Remix.run Logo
TheDong 5 days ago

Even if you use channels to send things between goroutines, go makes it very hard to do so safely because it doesn't have the idea of sendable types, ownership, read-only references, and so on.

For example, is the following program safe, or does it race?

    func processData(lines <-chan []byte) {
      for line := range lines {
        fmt.Printf("processing line: %v\n", line)
      }
    }

    func main() {
      lines := make(chan []byte)
      go processData(lines)

      var buf bytes.Buffer
      for range 3 {
        buf.WriteString("mock data, assume this got read into the buffer from a file or something")
        lines <- buf.Bytes()
        buf.Reset()
      }
    }
The answer is of course that it's a data race. Why?

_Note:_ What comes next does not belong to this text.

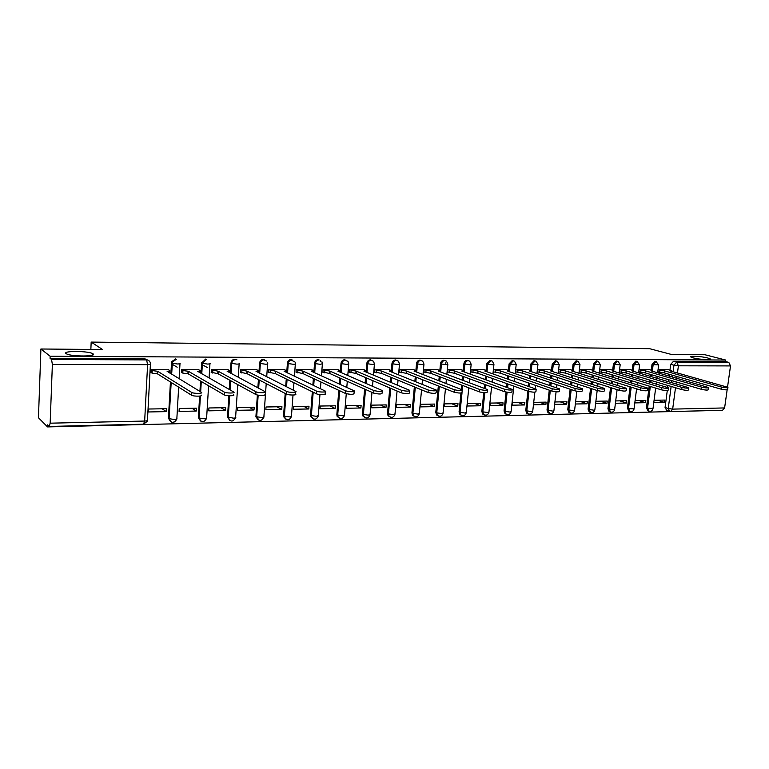 <?xml version="1.0" encoding="UTF-8"?>
<svg xmlns="http://www.w3.org/2000/svg" width="769" height="769" viewBox="0 0 769 769"><rect width="100%" height="100%" fill="white"/><g stroke="black" fill="none" stroke-linecap="round" stroke-linejoin="round"><path stroke-width="1.15" d="M92.972 353.807C97.836 356.585 72.084 356.758 66.682 353.942L66.115 353.625C61.751 350.818 87.349 350.779 92.491 353.538L92.972 353.807M707.73 357.979L710.123 358.844C712.719 360.344 699.396 359.584 693.225 357.883L690.927 357.037C688.37 355.547 701.501 356.287 707.73 357.979M347.155 361.122L344.647 359.719C342.599 359.93 341.388 361.142 341.003 363.353L341.888 363.718C342.272 361.507 343.483 360.296 345.531 360.084L348.04 361.488L348.742 363.824L346.848 364.41L341.888 363.718L341.167 372.581M372.619 360.94L370.37 359.834C368.38 360.046 367.188 361.238 366.803 363.429L367.707 363.795C368.091 361.603 369.283 360.411 371.283 360.2L373.532 361.305L374.436 363.91L372.638 364.468L367.707 363.795L366.976 372.417M397.477 360.844L395.468 359.959C393.526 360.161 392.353 361.343 391.969 363.506L392.901 363.862C393.286 361.709 394.459 360.517 396.4 360.315L398.409 361.199L399.505 363.997L397.784 364.535L392.901 363.862L392.152 372.263M421.758 360.786L419.961 360.075C418.057 360.277 416.913 361.449 416.529 363.574L417.48 363.929C417.865 361.805 419.009 360.632 420.912 360.43L422.71 361.142L423.969 364.083L422.335 364.593L417.48 363.929L416.711 372.129M445.472 360.767L443.867 360.19C442.002 360.392 440.887 361.545 440.493 363.65L441.473 364.006C441.858 361.891 442.982 360.738 444.838 360.536L446.453 361.122L447.856 364.16L446.289 364.66L441.473 364.006L440.695 372.013M468.475 360.661L467.206 360.296C465.389 360.498 464.284 361.641 463.899 363.718L464.889 364.064C465.283 361.988 466.389 360.844 468.206 360.642L469.657 361.122L471.176 364.246L469.676 364.717L464.889 364.064L464.111 371.898M491.228 360.757L489.997 360.411L486.758 363.785L487.767 364.131L491.016 360.748L492.333 361.151L493.948 364.323L492.516 364.775L487.767 364.131L486.969 371.792M513.461 360.853L512.269 360.517L509.088 363.852L510.116 364.198L513.308 360.853L514.499 361.19L516.201 364.4L510.116 364.198L509.309 371.696M535.282 360.959L534.032 360.613L530.898 363.92L531.946 364.256L535.08 360.949L536.176 361.247L537.944 364.468L531.946 364.256L531.139 371.61M556.593 361.065L555.305 360.719L552.229 363.987L553.296 364.314L556.371 361.046L557.371 361.305L559.198 364.544L553.296 364.314L552.478 371.533M577.423 361.161L576.096 360.815L573.078 364.045L574.155 364.381L577.183 361.142L578.096 361.363L579.98 364.612L574.155 364.381L573.328 371.456M597.782 361.257L596.436 360.911L593.466 364.112L594.562 364.439L597.532 361.238L598.378 361.43L600.301 364.679L594.562 364.439L593.812 370.706M617.699 361.343L616.334 361.007L613.412 364.17L614.527 364.487L617.44 361.324L618.228 361.497L620.179 364.746L614.527 364.487L613.768 370.61M637.184 361.44L635.8 361.103L632.935 364.227L634.05 364.544L636.915 361.42L639.635 364.814L634.05 364.544L633.291 370.562M656.245 361.526L654.852 361.19L652.025 364.285L653.16 364.602L655.976 361.507L658.668 364.871L653.16 364.602L652.4 370.523M40.911 349.001L102.546 349.539L91.175 342.09L649.594 348.684L671.443 354.461L704.981 354.749L725.686 360.046L50.148 356.23L40.911 349.001L38.45 417.74L47.515 426.91L718.659 410.406M47.515 426.91L47.591 424.873L49.245 426.449L50.148 423.181L52.369 364.439L51.552 359.488L146.6 359.892C149.032 360.142 150.301 361.488 150.416 363.91C150.907 364.362 149.965 364.612 147.6 364.65L52.369 364.439M50.148 356.23L50.072 358.316L51.552 359.488M666.704 410.425L665.06 407.474L667.281 390.575M599.695 369.716L606.549 370.956L661.619 387.614C665.81 388.499 668.107 388.595 668.511 387.903L667.675 387.557L667.944 385.48M668.453 381.626L668.703 379.751M669.184 376.07L669.405 374.368M669.962 370.139L670.722 364.343L673.942 365.227L676.72 362.161L728.791 362.382L730.512 365.919L727.532 387.124M727.147 389.835L724.609 407.935L722.514 410.31L670.751 411.55M728.791 362.382L725.484 361.526L725.686 360.046M634.809 402.898L645.527 402.696L638.799 400.514M645.527 402.696L645.816 400.399L635.098 400.582M649.757 369.726L639.029 369.553M615.411 403.264L626.447 403.052L619.804 400.851M626.447 403.052L626.745 400.726L615.7 400.918M630.628 369.726L619.583 369.553M595.6 403.629L606.962 403.417L600.387 401.187M606.962 403.417L607.25 401.062L595.879 401.264M611.086 369.726L599.714 369.553M575.356 404.004L587.045 403.792L580.557 401.533M587.045 403.792L587.333 401.408L575.645 401.61M591.121 369.726L579.413 369.553M554.737 404.388L566.695 404.167L560.284 401.879M566.695 404.167L566.974 401.764L555.016 401.976M570.694 369.735L558.727 369.553M545.875 404.552L546.153 402.129L533.926 402.341L533.657 404.782L545.875 404.552L539.559 402.235M549.816 369.735L537.579 369.553L537.3 372.023L537.887 372.023M524.593 404.955L524.862 402.495L512.356 402.716L512.087 405.186L524.593 404.955L518.364 402.61M528.466 369.735L515.941 369.553L515.672 372.042L516.249 372.042M502.82 405.359L503.08 402.869L490.286 403.091L490.026 405.599L502.82 405.359L496.687 402.985M506.617 369.735L493.794 369.543L493.535 372.071L494.102 372.071M480.538 405.772L480.798 403.264L467.696 403.485L467.446 406.013L480.538 405.772L474.521 403.369M484.259 369.745L471.137 369.543L470.878 372.1L471.445 372.1M457.728 406.195L457.988 403.658L444.578 403.888L444.328 406.445L457.728 406.195L451.826 403.763M461.371 369.745L447.933 369.543L447.683 372.138L448.24 372.129M434.379 406.638L434.629 404.061L420.903 404.302L420.662 406.888L434.379 406.638L428.602 404.167M437.936 369.745L424.171 369.543L423.93 372.167L424.478 372.167M410.473 407.08L410.713 404.475L396.65 404.715L396.419 407.339L410.473 407.08L404.821 404.581M413.933 369.745L399.832 369.543L399.592 372.196L400.13 372.196M385.98 407.532L386.221 404.898L371.812 405.148L371.581 407.801L385.98 407.532L380.472 405.003M389.335 369.754L374.897 369.543L374.666 372.225L375.185 372.225M360.892 408.003L361.113 405.33L346.348 405.59L346.127 408.281L360.892 408.003L355.518 405.436M364.141 369.754L349.328 369.543L349.107 372.263L349.626 372.263M335.169 408.483L335.39 405.782L320.25 406.042L320.029 408.762L335.169 408.483L329.959 405.878M338.302 369.764L323.124 369.543L322.903 372.292L323.413 372.292M308.792 408.973L309.003 406.234L293.479 406.503L293.277 409.262L308.792 408.973L303.745 406.33M311.81 369.764L296.238 369.543L296.036 372.331L296.526 372.331M294.2 361.545L290.874 360.036M281.742 409.483L281.944 406.705L266.016 406.984L265.824 409.771L281.742 409.483L276.878 406.791M284.645 369.764L268.66 369.543L268.458 372.359L268.948 372.359M266.132 360.728L264.007 359.719M254.001 409.992L254.193 407.186L237.842 407.474L237.659 410.3L254.001 409.992L249.31 407.272M256.759 369.774L240.361 369.543L240.639 372.398M225.519 410.531L225.702 407.685L208.918 407.974L208.745 410.838L225.519 410.531L221.03 407.762M228.143 369.783L211.292 369.543L211.571 372.436M196.278 411.069L196.451 408.195L179.225 408.493L179.052 411.396L196.278 411.069L192 408.272M198.758 369.783L181.455 369.533L181.724 372.475M166.258 411.626L166.412 408.714L148.715 409.021L148.561 411.963L166.258 411.626L162.201 408.781M168.565 369.793L150.791 369.533L151.06 372.513M170.555 421.681L168.421 418.182L170.439 381.982M170.891 373.772L171.506 362.843L172.189 363.237L172.467 361.968L176.332 359.306M200.526 421.037L198.354 417.538L199.642 396.102M199.93 391.431L200.555 381.049M201.017 373.407L201.641 362.93L202.372 363.324L206.419 359.44M229.7 420.403L227.499 416.961L228.874 395.756M229.277 389.479L229.873 380.261M230.335 373.09L230.988 363.016L231.748 363.41C232.132 361.074 233.449 359.796 235.718 359.575M258.105 419.778L255.904 416.846L257.375 394.987M257.865 387.807L258.432 379.578M258.903 372.821L259.576 363.103L260.364 363.487C260.749 361.19 262.037 359.93 264.248 359.709M285.789 419.163L283.626 416.702L283.569 415.702L285.203 393.449M285.712 386.374L286.26 378.973M286.722 372.59L287.414 363.189L288.24 363.564C288.625 361.295 289.884 360.055 292.037 359.834M312.762 418.557L310.695 416.519L310.541 415.116L312.339 391.796M312.858 385.115L313.377 378.454M313.848 372.388L314.55 363.266L315.405 363.641C315.79 361.401 317.03 360.171 319.125 359.959M339.062 417.971L337.11 416.279L336.841 414.549L338.812 390.344M339.321 384.019L339.811 377.983M340.283 372.206L341.003 363.353M364.708 417.394L362.891 415.991L362.487 414.001L364.612 389.056M365.131 383.049L365.592 377.56M366.063 372.042L366.803 363.429M389.72 416.827L388.037 415.664L387.518 413.462L389.796 387.912M390.306 382.183L390.748 377.185M391.334 370.591L391.969 363.506M414.135 416.269L412.578 415.298L411.944 412.934L414.356 386.894M414.866 381.414L415.289 376.848M415.885 370.514L416.529 363.574M437.965 415.731L436.523 414.914L435.792 412.415L438.34 385.971M438.849 380.722L439.253 376.541M439.839 370.456L440.493 363.65M461.237 415.202L459.891 414.501L459.074 411.915L460.967 393.017M461.323 389.441L461.756 385.134M462.256 380.088L462.64 376.252M463.226 370.418L463.899 363.718M483.961 414.674L482.711 414.087L481.827 411.425L483.759 392.69M484.22 388.316L484.624 384.375M485.124 379.521L485.489 375.993M486.075 370.379L486.758 363.785M506.165 414.164L505.002 413.655L504.051 410.944L506.069 392.084M506.579 387.297L506.963 383.683M507.463 379.002L507.809 375.762M508.386 370.341L509.088 363.852M527.87 413.664L526.775 413.222L525.775 410.473L527.899 391.171M528.428 386.365L528.793 383.049M529.293 378.521L529.62 375.541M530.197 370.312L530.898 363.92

Because `buf.Bytes()` returns the underlying memory, and then `Reset` lets you re-use the same backing memory, and so "processData" and "main" are both writing to the same data at the same time.

In rust, this would not compile because it is two mutable references to the same data, you'd either have to send ownership across the channel, or send a copy.

In go, it's confusing. If you use `bytes.Buffer.ReadBytes("\n")` you get a copy back, so you can send it. Same for `bytes.Buffer.String()`.

But if you use `bytes.Buffer.Bytes()` you get something you can't pass across a channel safely, unless you also never use that bytes.Buffer again.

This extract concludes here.